# Retrieval Augmented Generation (RAG)
We basically first retrieve data using a search engine trained to our data, and then generate an answer based on that via LLMs

In [60]:
!wget https://raw.githubusercontent.com/alexeygrigorev/minsearch/main/minsearch.py

--2024-09-14 23:44:22--  https://raw.githubusercontent.com/alexeygrigorev/minsearch/main/minsearch.py
Resolving raw.githubusercontent.com (raw.githubusercontent.com)... 185.199.110.133, 185.199.111.133, 185.199.108.133, ...
Connecting to raw.githubusercontent.com (raw.githubusercontent.com)|185.199.110.133|:443... connected.
HTTP request sent, awaiting response... 200 OK
Length: 3832 (3.7K) [text/plain]
Saving to: ‘minsearch.py.6’


2024-09-14 23:44:22 (34.2 MB/s) - ‘minsearch.py.6’ saved [3832/3832]



In [61]:
import minsearch # alexeys small and fast search engine
import requests

from dotenv import load_dotenv
from openai import OpenAI


In [62]:
#setup LLM model client, OLLAMA MUST BE RUNNING ON THE COMPUTER
client = OpenAI(
    base_url='http://localhost:11434/v1/',
    api_key='ollama',
)

## Train search engine

In [63]:
# load json data directly from the url 
docs_url = 'https://github.com/DataTalksClub/llm-zoomcamp/blob/main/01-intro/documents.json?raw=1'
docs_response = requests.get(docs_url)
documents_raw = docs_response.json()

# rearrange data a bit (add course type to each faq)
documents = []
for course_dict in documents_raw:
    for doc in course_dict['documents']:
        doc['course'] = course_dict['course'] #adding it to every faq
        documents.append(doc)

# initialize class, tell the search engine what is searchable and what are keywords
index = minsearch.Index(
    text_fields=['text','section','question'],
    keyword_fields=['course']
)

#actually train the search engine
index.fit(docs=documents)

<minsearch.Index at 0x17bc37970>

## Generate LLM

In [64]:
#aux fcns
def search(query,filter_dict={'course': 'data-engineering-zoomcamp'}):
    '''  
    This function runs the already trained search engine and retrieves the top 5 results,
    '''
    boost = {'question': 3.0, 'section': 0.5} # what to stress on, what is more important. give it weights
    results = index.search(
        query=query,
        filter_dict=filter_dict,
        boost_dict=boost,
        num_results=5
    )

    return results

In [65]:
def build_prompt(query, search_results):
    ''' 
    This function starts with a prompt template, and given the query fills the template out with the results from the search engine
    '''
    # we will give the llm some context
    # Alexey mentions that this is a bit of art and science because you somewhat iterate until you find something that works for you.
    prompt_template =  """ 

    You are a course teaching assistant. Answer the QUESTION based on the CONTEXT from the FAQ database. 
    Use only the facts from the CONTEXT when answering the QUESTION.
    If the CONTEXT does not contain the answer, output NONE.

    QUESTION: {question}

    CONTEXT: {context}

    """.strip() #no line breaks
    
    #convert search results into proper formatted context
    context = ""
    for doc in search_results:
        context = context + f"section: {doc['section']}\nquestion: {doc['question']}\nanswer:{doc['text']}\n\n"

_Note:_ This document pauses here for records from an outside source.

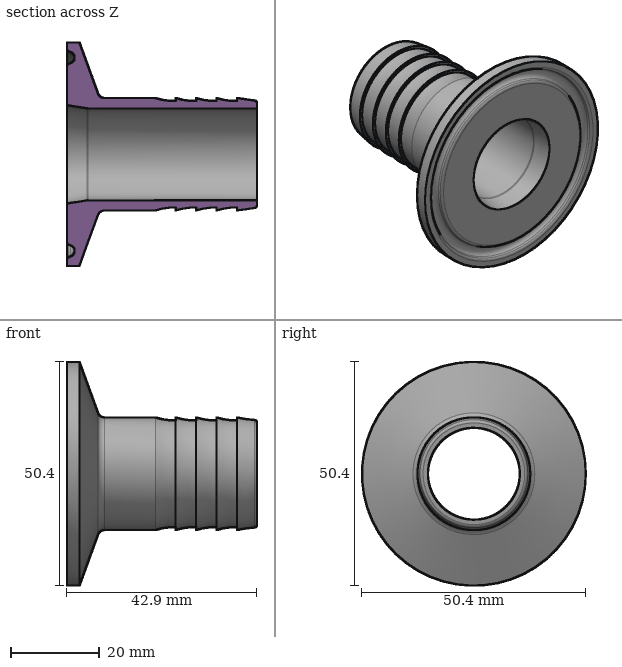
import cadquery as cq
import math

overall_length = 42.85
flange_radius = 25.2
rim_thickness = 2.85
flank_angle = 20.0
neck_fillet = 1.5

body_radius = 12.7
barb_count = 5
barb_pitch = 4.6
barb_drop = 0.65
barb_sag = 0.2
tip_fillet = 0.7

bore_diameter = 20.6
bore_radius = bore_diameter / 2
entry_radius = 11.05
entry_depth = 4.65
entry_blend = 1.5

groove_radius = 21.75
groove_half_width = 1.95
groove_wall_angle = 20.0
groove_floor_radius = 1.25
groove_edge_fillet = 0.65


def turned(outline):
    """Revolve an outline drawn as (X, radius) about the X axis."""
    return outline.close().revolve(360, (0, 0, 0), (1, 0, 0))


def make_outer_body():
    """Flange, neck and barbed hose tail, still without bore and groove."""
    barbs_start = overall_length - barb_count * barb_pitch
    barb_low_radius = body_radius - barb_drop

    slope = math.radians(flank_angle)
    corner_x = rim_thickness + (flange_radius - body_radius) * math.tan(slope)
    turn = math.pi / 2 - slope
    tangent_length = neck_fillet * math.tan(turn / 2)
    flank_end = (
        corner_x - tangent_length * math.sin(slope),
        body_radius + tangent_length * math.cos(slope),
    )
    neck_start = (corner_x + tangent_length, body_radius)
    fillet_middle = (
        neck_start[0] - neck_fillet * math.sin(turn / 2),
        body_radius + neck_fillet * (1 - math.cos(turn / 2)),
    )

    outline = (
        cq.Workplane("XY")
        .lineTo(0, flange_radius)
        .lineTo(rim_thickness, flange_radius)
        .lineTo(*flank_end)
        .threePointArc(fillet_middle, neck_start)
        .lineTo(barbs_start, body_radius)
    )
    for index in range(barb_count - 1):
        barb_x = barbs_start + index * barb_pitch
        middle_radius = body_radius - barb_drop / 2 - barb_sag
        outline = (
            outline
            .threePointArc((barb_x + barb_pitch / 2, middle_radius), (barb_x + barb_pitch, barb_low_radius))
            .lineTo(barb_x + barb_pitch, body_radius)
        )
    outline = outline.lineTo(overall_length, barb_low_radius).lineTo(overall_length, 0)
    return turned(outline).faces(">X").edges().fillet(tip_fillet)


def make_bore():
    """Through bore with a tapered entry on the flange side."""
    outline = (
        cq.Workplane("XY")
        .lineTo(0, entry_radius)
        .lineTo(entry_depth, bore_radius)
        .lineTo(overall_length, bore_radius)
        .lineTo(overall_length, 0)
    )
    bore = turned(outline)
    entry_end = cq.selectors.BoxSelector(
        (entry_depth - entry_blend / 2, -entry_radius, -entry_radius),
        (entry_depth + entry_blend / 2, entry_radius, entry_radius),
    )
    return bore.edges("%CIRCLE").edges(entry_end).fillet(entry_blend)


def make_gasket_groove():
    """Ring groove with a round floor, short tilted walls and rounded mouth edges."""
    turn = math.radians(90 - groove_wall_angle)
    edge_width = groove_edge_fillet * math.sin(turn)
    edge_depth = groove_edge_fillet * (1 - math.cos(turn))
    floor_half_width = groove_floor_radius * math.sin(turn)
    wall_width = groove_half_width - edge_width - floor_half_width
    wall_end_depth = edge_depth + wall_width * math.tan(turn)
    groove_depth = wall_end_depth + groove_floor_radius * (1 - math.cos(turn))

    half_edge_offset = groove_half_width - groove_edge_fillet * math.sin(turn / 2)
    half_edge_depth = groove_edge_fillet * (1 - math.cos(turn / 2))

    wall_start_offset = groove_half_width - edge_width
    outline = (
        cq.Workplane("XY")
        .moveTo(0, groove_radius - groove_half_width)
        .threePointArc(
            (half_edge_depth, groove_radius - half_edge_offset),
            (edge_depth, groove_radius - wall_start_offset),
        )
        .lineTo(wall_end_depth, groove_radius - floor_half_width)
        .threePointArc((groove_depth, groove_radius), (wall_end_depth, groove_radius + floor_half_width))
        .lineTo(edge_depth, groove_radius + wall_start_offset)
        .threePointArc(
            (half_edge_depth, groove_radius + half_edge_offset),
            (0, groove_radius + groove_half_width),
        )
    )
    return turned(outline)


result = make_outer_body().cut(make_bore()).cut(make_gasket_groove())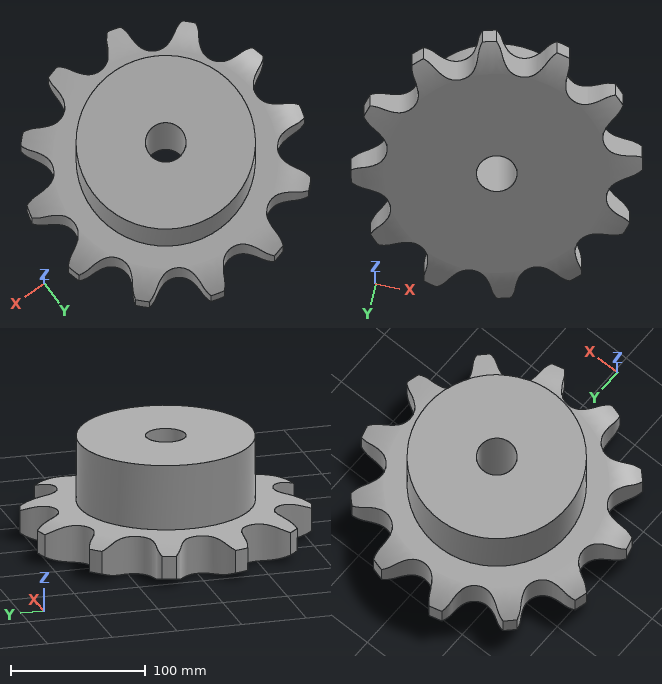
import cadquery as cq
import math


tooth_count = 12
chain_pitch = 50.8
roller_diameter = 29.2
roller_clearance = 0.05

outer_width = 211.9
wheel_thickness = 29.5
flat_face_diameter = 167.8
tip_face_width = 17.8

hub_diameter = 133.0
total_height = 80.0
bore_diameter = 30.0

pitch_angle = 360 / tooth_count
pitch_radius = chain_pitch / 2 / math.sin(math.radians(pitch_angle / 2))


def offset(point, distance, degrees):
    """Point at a distance and direction from another point."""
    angle = math.radians(degrees)
    return (point[0] + distance * math.cos(angle), point[1] + distance * math.sin(angle))


def mirrored(point):
    """Point reflected to the other side of the gap's centre line."""
    return (-point[0], point[1])


seating_angle = 35 + 60 / tooth_count
working_sweep = 18 - 56 / tooth_count
topping_angle = 17 - 64 / tooth_count
flat_angle = seating_angle - working_sweep
working_offset = 0.8 * roller_diameter
topping_offset = 1.4 * roller_diameter

roller_centre = (0, pitch_radius)
seating_radius = 1.005 * roller_diameter / 2 + roller_clearance
working_radius = working_offset + seating_radius
working_centre = offset(roller_centre, working_offset, 180 - seating_angle)
topping_centre = offset(roller_centre, topping_offset, -pitch_angle / 2)
topping_radius = (
    working_offset * math.cos(math.radians(working_sweep))
    + topping_offset * math.cos(math.radians(topping_angle))
    - working_radius
)

corner_y = outer_width / 2
corner_x = topping_centre[0] - math.sqrt(topping_radius**2 - (corner_y - topping_centre[1])**2)
tip_radius = math.hypot(corner_x, corner_y)


def wheel_blank():
    """Disc whose rim curves in towards the tip from both flat faces."""
    flat_radius = flat_face_diameter / 2
    side_run = tip_radius - flat_radius
    side_drop = (wheel_thickness - tip_face_width) / 2
    side_radius = (side_run**2 + side_drop**2) / (2 * side_drop)
    half_sweep = math.degrees(math.atan2(side_drop, side_run))
    lower_middle = offset((flat_radius, side_radius), side_radius, half_sweep - 90)
    upper_middle = (lower_middle[0], wheel_thickness - lower_middle[1])
    return (
        cq.Workplane("XZ")
        .lineTo(flat_radius, 0)
        .threePointArc(lower_middle, (tip_radius, side_drop))
        .lineTo(tip_radius, wheel_thickness - side_drop)
        .threePointArc(upper_middle, (flat_radius, wheel_thickness))
        .lineTo(0, wheel_thickness)
        .close()
        .revolve(360, (0, 0), (0, 1))
    )


def tooth_gap():
    """Cutter for the gap on the +Y axis, reaching past the tip circle."""
    topping_sweep = 35
    seat_bottom = offset(roller_centre, seating_radius, -90)
    seat_end = offset(roller_centre, seating_radius, -seating_angle)
    working_middle = offset(working_centre, working_radius, working_sweep / 2 - seating_angle)
    working_end = offset(working_centre, working_radius, -flat_angle)
    topping_start = offset(topping_centre, topping_radius, 180 - flat_angle)
    topping_middle = offset(topping_centre, topping_radius, 180 - flat_angle - topping_sweep / 2)
    topping_end = offset(topping_centre, topping_radius, 180 - flat_angle - topping_sweep)
    outer_corner = (topping_end[0], tip_radius + roller_diameter)

    return (
        cq.Workplane("XY")
        .moveTo(*mirrored(seat_end))
        .threePointArc(seat_bottom, seat_end)
        .threePointArc(working_middle, working_end)
        .lineTo(*topping_start)
        .threePointArc(topping_middle, topping_end)
        .lineTo(*outer_corner)
        .lineTo(*mirrored(outer_corner))
        .lineTo(*mirrored(topping_end))
        .threePointArc(mirrored(topping_middle), mirrored(topping_start))
        .lineTo(*mirrored(working_end))
        .threePointArc(mirrored(working_middle), mirrored(seat_end))
        .close()
        .extrude(wheel_thickness)
    )


wheel = wheel_blank()
gap = tooth_gap()
for index in range(tooth_count):
    wheel = wheel.cut(gap.rotate((0, 0, 0), (0, 0, 1), index * pitch_angle))

hub = cq.Workplane("XY").circle(hub_diameter / 2).extrude(total_height)
bore = cq.Workplane("XY").circle(bore_diameter / 2).extrude(total_height)

result = wheel.union(hub).cut(bore)

    # we formally add the info on the prompt
    return prompt_template.format(question=query,context=context).strip()
    

In [66]:
def llm(prompt,model='phi3'):
    ''' 
    This function trains chatGPT with our prompt (with the search engine results)
    '''
    # train openai/chatpgt with the prompt
    response = client.chat.completions.create(
        model = model,
        messages=[{'role':'user','content': prompt}]
    )   

    return response.choices[0].message.content

In [67]:
def rag(query):
    '''  
    This function, given a question, finds best answers on the search engine, trains the llm with it, and returns a result
    '''
    # search for the question on the search engine
    results = search(query)
    # we create the context by basically stringing together the answers from the search engine
    prompt = build_prompt(query, results)
    # we train the llm (in this case Ollama) with the prompt and returns some user friendly answer
    answer = llm(prompt)

    return answer



In [71]:
q= 'The course just started. Can I still enroll? Give me an answer in 1 or 2 sentences please.'
answer = rag(q)
print(answer)

Yes, even if classes have commenced, new students who register before the end of module one can still join without penalties but must complete homework/assignments as specified in course materials by specific deadlines after a brief orientation and introduction to class content during office hours (live or recorded from previous session).